Lecture 21: Planetary Systems

 


The optimist proclaims that we live in the best of all possible worlds; the pessimist fears this is true.

-- James Branch Cabell


21.1 Planetary Systems

(Discovering the Universe, 5th ed., §II.0)

  • In Lecture 16 we saw that the formation of stars begins with the gravitational compression of gas and dust into cocoon nebulae.

    Cocoon nebulae develop one or more hot protostars in their centers, which may eventually become main sequence stars.

    Many such cocoon nebulae have been observed in recent years, such as the one at the right being pushed back by a new-born star.

     
  • There is increasing evidence that cocoon nebulae commonly give rise to many smaller condensations of matter that orbit the protostar(s) and subsequent new-born stars.

    These objects eventually become planets, and together with the star they orbit they form a planetary system.

    Besides the obvious example of our own Solar System, numerous planetary systems around other stars have also been detected in recent years.

     
  • Within our Solar System we find that, in addition to the planets, many smaller objects orbit the Sun and planets, from small grains of dust on up to "minor planets" hundreds of kilometers in diameter.

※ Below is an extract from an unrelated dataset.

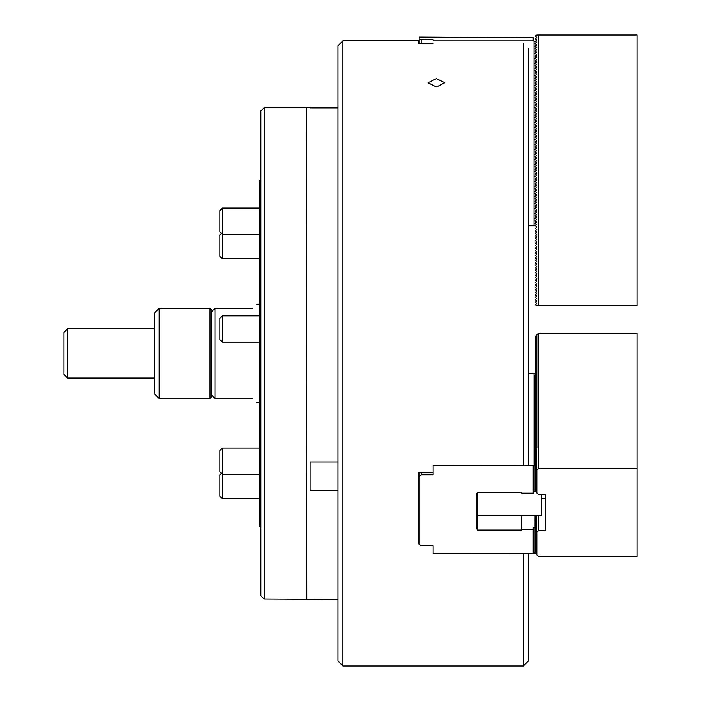 <?xml version="1.0" encoding="UTF-8"?>
<svg xmlns="http://www.w3.org/2000/svg" width="701" height="701" viewBox="0 0 701 701"><rect width="100%" height="100%" fill="white"/><g stroke="black" fill="none" stroke-linecap="round" stroke-linejoin="round"><path stroke-width="1.05" d="M436.434 78.643L428.066 82.727L436.434 87.012L444.793 82.727L436.434 78.643M342.912 665.95L342.912 40.86L337.987 45.775L337.987 661.025L342.912 665.95L523.384 665.95L523.384 553.615M523.384 43.558L523.384 465.657M433.148 43.558L418.383 43.558L418.383 40.86L342.912 40.86M528.309 48.527L528.309 465.657M528.309 553.615L528.309 661.025L523.384 665.95M419.207 543.845L418.383 543.845L418.383 472.807L433.148 472.807M533.233 40.938L533.233 37.749L419.207 37.1L419.207 39.361L433.148 39.598L433.148 40.947L533.233 40.938L536.51 42.148L535.038 43.664L536.51 44.61L535.038 46.126L536.51 47.072L535.038 48.588L536.51 49.534L535.038 51.05L536.51 51.997L535.038 53.504L536.51 54.459L535.038 55.966L536.51 56.912L535.038 58.428L536.51 59.375L535.038 60.891L536.51 61.837L535.038 63.353L536.51 64.299L535.038 65.815L536.51 66.761L535.038 68.277L536.51 69.224L535.038 70.731L536.51 71.686L535.038 73.193L536.51 74.14L535.038 75.655L536.51 76.602L535.038 78.118L536.51 79.064L535.038 80.58L536.51 81.526L535.038 83.042L536.51 83.989L535.038 85.504L536.51 86.451L535.038 87.958L536.51 88.913L535.038 90.42L536.51 91.367L535.038 92.882L536.51 93.829L535.038 95.345L536.51 96.291L535.038 97.807L536.51 98.753L535.038 100.269L536.51 101.216L535.038 102.732L536.51 103.678L535.038 105.185L536.51 106.14L535.038 107.647L536.51 108.594L535.038 110.11L536.51 111.056L535.038 112.572L536.51 113.518L535.038 115.034L536.51 115.98L535.038 117.496L536.51 118.443L535.038 119.959L536.51 120.905L535.038 122.412L536.51 123.358L535.038 124.874L536.51 125.821L535.038 127.337L536.51 128.283L535.038 129.799L536.51 130.745L535.038 132.261L536.51 133.208L535.038 134.723L536.51 135.67L535.038 137.186L536.51 138.132L535.038 139.639L536.51 140.586L535.038 142.101L536.51 143.048L535.038 144.564L536.51 145.51L535.038 147.026L536.51 147.972L535.038 149.488L536.51 150.435L535.038 151.951L536.51 152.897L535.038 154.413L536.51 155.359L535.038 156.866L536.51 157.813L535.038 159.329L536.51 160.275L535.038 161.791L536.51 162.737L535.038 164.253L536.51 165.199L535.038 166.715L536.51 167.662L535.038 169.178L536.51 170.124L535.038 171.64L536.51 172.586L535.038 174.093L536.51 175.04L535.038 176.556L536.51 177.502L535.038 179.018L536.51 179.964L535.038 181.48L536.51 182.426L535.038 183.942L536.51 184.889L535.038 186.405L536.51 187.351L535.038 188.867L536.51 189.813L535.038 191.32L536.51 192.267L535.038 193.783L536.51 194.729L535.038 196.245L536.51 197.191L535.038 198.707L536.51 199.654L535.038 201.169L536.51 202.116L535.038 203.632L536.51 204.578L535.038 206.094L536.51 207.04L535.038 208.547L536.51 209.494L535.038 211.01L536.51 211.956L535.038 213.472L536.51 214.418L535.038 215.934L536.51 216.881L535.038 218.397L536.51 219.343L535.038 220.859L536.51 221.805L535.038 223.312L536.51 224.828L534.872 225.775L528.309 225.775M476.627 37.688L477.442 37.801L476.627 37.688M534.048 41.201L534.048 225.775M419.207 39.361L419.207 43.558M421.17 39.598L421.17 43.558M210.02 398.519L211.658 396.88L211.658 309.921L210.02 308.282L159.153 308.282L159.153 398.519L210.02 398.519L210.02 308.282M252.675 308.282C258.108 302.85 258.108 302.85 252.675 308.282L214.944 308.282L214.944 398.519L252.675 398.519C258.108 403.96 258.108 403.96 252.675 398.519M214.944 308.282L211.658 311.568M211.658 395.241L214.944 398.519M159.153 398.519L154.238 393.603L154.238 313.207L159.153 308.282M67.611 378.014L64.001 374.404L64.001 332.405L67.611 328.795L67.611 378.014L154.238 378.014M538.561 305.759L538.561 35.05L636.999 35.05L636.999 305.759L536.835 305.759L535.284 304.769L536.756 303.445M536.756 303.156L535.284 302.306L536.756 300.983M536.756 300.694L535.284 299.844L536.756 298.521M536.756 298.232L535.284 297.382L536.756 296.059M536.756 295.778L535.284 294.919L536.756 293.596M536.756 293.316L535.284 292.457L536.756 291.134M536.756 290.854L535.284 290.004L536.756 288.672M536.756 288.391L535.284 287.541L536.756 286.218M536.756 285.929L535.284 285.079L536.756 283.756M536.756 283.467L535.284 282.617L536.756 281.294M536.756 281.005L535.284 280.155L536.756 278.832M536.756 278.551L535.284 277.692L536.756 276.369M536.756 276.089L535.284 275.23L536.756 273.907M536.756 273.627L535.284 272.777L536.756 271.445M536.756 271.164L535.284 270.314L536.756 268.991M536.756 268.702L535.284 267.852L536.756 266.529M536.756 266.24L535.284 265.39L536.756 264.067M536.756 263.778L535.284 262.928L536.756 261.604M536.756 261.324L535.284 260.465L536.756 259.142M536.756 258.862L535.284 258.012L536.756 256.68M536.756 256.4L535.284 255.55L536.756 254.218M536.756 253.937L535.284 253.087L536.756 251.764M536.756 251.475L535.284 250.625L536.756 249.302M536.756 249.013L535.284 248.163L536.756 246.84M536.756 246.55L535.284 245.7L536.756 244.377M536.756 244.097L535.284 243.238L536.756 241.915M536.756 241.635L535.284 240.785L536.756 239.453M536.756 239.172L535.284 238.322L536.756 236.991M536.756 236.71L535.284 235.86L536.756 234.537M536.756 234.248L535.284 233.398L536.756 232.075M536.756 231.786L535.284 230.936L536.756 229.613M536.756 229.323L535.284 228.473L536.756 227.15M536.756 226.87L535.284 225.538M535.284 223.558L535.284 223.076M535.284 221.095L535.284 220.622M535.284 218.633L535.284 218.16M535.284 216.171L535.284 215.698M535.284 213.709L535.284 213.235M535.284 211.246L535.284 210.773M535.284 208.784L535.284 208.311M535.284 206.331L535.284 205.849M535.284 203.868L535.284 203.395M535.284 201.406L535.284 200.933M535.284 198.944L535.284 198.471M535.284 196.482L535.284 196.008M535.284 194.019L535.284 193.546M535.284 191.557L535.284 191.084M535.284 189.104L535.284 188.622M535.284 186.641L535.284 186.168M535.284 184.179L535.284 183.706M535.284 181.717L535.284 181.244M535.284 179.254L535.284 178.781M535.284 176.792L535.284 176.319M535.284 174.33L535.284 173.857M535.284 171.876L535.284 171.394M535.284 169.414L535.284 168.941M535.284 166.952L535.284 166.479M535.284 164.49L535.284 164.016M535.284 162.027L535.284 161.554M535.284 159.565L535.284 159.092M535.284 157.103L535.284 156.63M535.284 154.649L535.284 154.167M535.284 152.187L535.284 151.714M535.284 149.725L535.284 149.252M535.284 147.263L535.284 146.789M535.284 144.8L535.284 144.327M535.284 142.338L535.284 141.865M535.284 139.876L535.284 139.403M535.284 137.422L535.284 136.949M535.284 134.96L535.284 134.487M535.284 132.498L535.284 132.025M535.284 130.036L535.284 129.562M535.284 127.573L535.284 127.1M535.284 125.111L535.284 124.638M535.284 122.649L535.284 122.176M535.284 120.195L535.284 119.722M535.284 117.733L535.284 117.26M535.284 115.271L535.284 114.798M535.284 112.808L535.284 112.335M535.284 110.346L535.284 109.873M535.284 107.884L535.284 107.411M535.284 105.422L535.284 104.948M535.284 102.968L535.284 102.495M535.284 100.506L535.284 100.033M535.284 98.044L535.284 97.57M535.284 95.581L535.284 95.108M535.284 93.119L535.284 92.646M535.284 90.657L535.284 90.184M535.284 88.195L535.284 87.721M535.284 85.741L535.284 85.268M535.284 83.279L535.284 82.806M535.284 80.817L535.284 80.343M535.284 78.354L535.284 77.881M535.284 75.892L535.284 75.419M535.284 73.43L535.284 72.957M535.284 70.967L535.284 70.494M535.284 68.514L535.284 68.041M535.284 66.052L535.284 65.579M535.284 63.589L535.284 63.116M535.284 61.127L535.284 60.654M535.284 58.665L535.284 58.192M535.284 56.203L535.284 55.73M535.284 53.74L535.284 53.267M535.284 51.287L535.284 50.814M535.284 48.825L535.284 48.351M535.284 46.362L535.284 45.889M535.284 43.9L535.284 43.427M535.284 41.438L536.756 40.115M536.756 39.826L535.284 38.976L536.756 37.652M538.561 35.05L536.835 35.05L535.284 36.04L536.756 37.372M536.51 42.148L536.51 42.717M536.51 44.61L536.51 45.179M536.51 47.072L536.51 47.642M536.51 49.534L536.51 50.095M536.51 51.997L536.51 52.557M536.51 54.459L536.51 55.02M536.51 56.912L536.51 57.482M536.51 59.375L536.51 59.944M536.51 61.837L536.51 62.407M536.51 64.299L536.51 64.869M536.51 66.761L536.51 67.322M536.51 69.224L536.51 69.785M536.51 71.686L536.51 72.247M536.51 74.14L536.51 74.709M536.51 76.602L536.51 77.171M536.51 79.064L536.51 79.634M536.51 81.526L536.51 82.096M536.51 83.989L536.51 84.549M536.51 86.451L536.51 87.012M536.51 88.913L536.51 89.474M536.51 91.367L536.51 91.936M536.51 93.829L536.51 94.398M536.51 96.291L536.51 96.861M536.51 98.753L536.51 99.323M536.51 101.216L536.51 101.776M536.51 103.678L536.51 104.239M536.51 106.14L536.51 106.701M536.51 108.594L536.51 109.163M536.51 111.056L536.51 111.625M536.51 113.518L536.51 114.088M536.51 115.98L536.51 116.55M536.51 118.443L536.51 119.004M536.51 120.905L536.51 121.466M536.51 123.358L536.51 123.928M536.51 125.821L536.51 126.39M536.51 128.283L536.51 128.853M536.51 130.745L536.51 131.315M536.51 133.208L536.51 133.777M536.51 135.67L536.51 136.231M536.51 138.132L536.51 138.693M536.51 140.586L536.51 141.155M536.51 143.048L536.51 143.617M536.51 145.51L536.51 146.08M536.51 147.972L536.51 148.542M536.51 150.435L536.51 151.004M536.51 152.897L536.51 153.458M536.51 155.359L536.51 155.92M536.51 157.813L536.51 158.382M536.51 160.275L536.51 160.844M536.51 162.737L536.51 163.307M536.51 165.199L536.51 165.769M536.51 167.662L536.51 168.231M536.51 170.124L536.51 170.685M536.51 172.586L536.51 173.147M536.51 175.04L536.51 175.609M536.51 177.502L536.51 178.072M536.51 179.964L536.51 180.534M536.51 182.426L536.51 182.996M536.51 184.889L536.51 185.458M536.51 187.351L536.51 187.912M536.51 189.813L536.51 190.374M536.51 192.267L536.51 192.836M536.51 194.729L536.51 195.299M536.51 197.191L536.51 197.761M536.51 199.654L536.51 200.223M536.51 202.116L536.51 202.685M536.51 204.578L536.51 205.139M536.51 207.04L536.51 207.601M536.51 209.494L536.51 210.063M536.51 211.956L536.51 212.526M536.51 214.418L536.51 214.988M536.51 216.881L536.51 217.45M536.51 219.343L536.51 219.912M536.51 221.805L536.51 222.366M536.51 224.267L536.51 224.828M545.124 494.459L545.124 530.692L545.124 494.459L538.561 494.459L535.284 491.121L535.284 470.879L538.561 468.531L636.999 468.531L636.999 556.629L538.561 556.629L535.284 553.291L535.284 533.04L538.561 530.692L545.124 530.692M538.561 468.531L538.561 333.177L535.284 336.515L535.284 373.975M536.51 528.642L535.284 530.342L535.284 533.04M536.51 466.472L535.284 468.18L535.284 470.879M535.284 530.578L536.756 529.728L535.284 531.568M535.284 531.814L536.756 530.955L535.284 532.804M538.561 515.866L538.561 530.692M535.284 336.752L536.756 335.902L535.284 337.751M535.284 337.987L536.756 337.128L535.284 338.977M535.284 339.214L536.756 338.364L535.284 340.204M535.284 340.441L536.756 339.591L535.284 341.44M535.284 341.676L536.756 340.826L535.284 342.666M535.284 342.903L536.756 342.053L535.284 343.902M535.284 344.138L536.756 343.288L535.284 345.129M535.284 345.365L536.756 344.515L535.284 346.364M535.284 346.601L536.756 345.742L535.284 347.591M535.284 347.827L536.756 346.977L535.284 348.818M535.284 349.054L536.756 348.204L535.284 350.053M535.284 350.29L536.756 349.44L535.284 351.28M535.284 351.516L536.756 350.666L535.284 352.515M535.284 352.752L536.756 351.902L535.284 353.742M535.284 353.979L536.756 353.129L535.284 354.978M535.284 355.214L536.756 354.355L535.284 356.204M535.284 356.441L536.756 355.591L535.284 357.431M535.284 357.668L536.756 356.818L535.284 358.667M535.284 358.903L536.756 358.053L535.284 359.893M535.284 360.13L536.756 359.28L535.284 361.129M535.284 361.365L536.756 360.507L535.284 362.356M535.284 362.592L536.756 361.742L535.284 363.591M535.284 363.828L536.756 362.969L535.284 364.818M535.284 365.055L536.756 364.205L535.284 366.045M535.284 366.281L536.756 365.431L535.284 367.28M535.284 367.517L536.756 366.667L535.284 368.507M535.284 368.744L536.756 367.894L535.284 369.742M535.284 369.979L536.756 369.12L535.284 370.969M535.284 371.206L536.756 370.356L535.284 372.205M535.284 372.441L536.756 371.583L535.284 373.431M535.284 373.668L536.756 372.818L535.634 374.255M535.958 374.509L536.756 374.045L536.265 374.755M536.51 375.421L536.265 375.981M536.51 376.647L536.265 377.217M536.51 377.883L536.265 378.444M536.51 379.11L536.265 379.67M536.51 380.336L536.265 380.906M536.51 381.572L536.265 382.133M536.51 382.799L536.265 383.368M536.51 384.034L536.265 384.595M536.51 385.261L536.265 385.83M536.51 386.496L536.265 387.057M536.51 387.723L536.265 388.284M536.51 388.95L536.265 389.519M536.51 390.185L536.265 390.746M536.51 391.412L536.265 391.982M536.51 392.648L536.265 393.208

    The presence of minor planets beyond the orbit of Neptune is also a recent discovery that has expanded the boundaries of our Solar System.


21.2 An Overview of the Solar System

(Discovering the Universe, 5th ed., §II.4, §II.5)
  • To understand how our Solar System came into existence, it is first helpful to study the basic characteristics of the objects that inhabit it: average distance from the Sun (semimajor axis), diameter, density, eccentricity, and orbital inclination.

    These characteristics help us categorize these Solar System objects into a few small groups.

     
  • Astronomers early on determined the semimajor axis of solar system objects.

    With telescopes, the diameters of the larger objects are visible and can also be measured.

    For smaller objects, diameter is often estimated based on their measured brightness and assumptions about the fraction of sunlight they reflect, known as their albedo.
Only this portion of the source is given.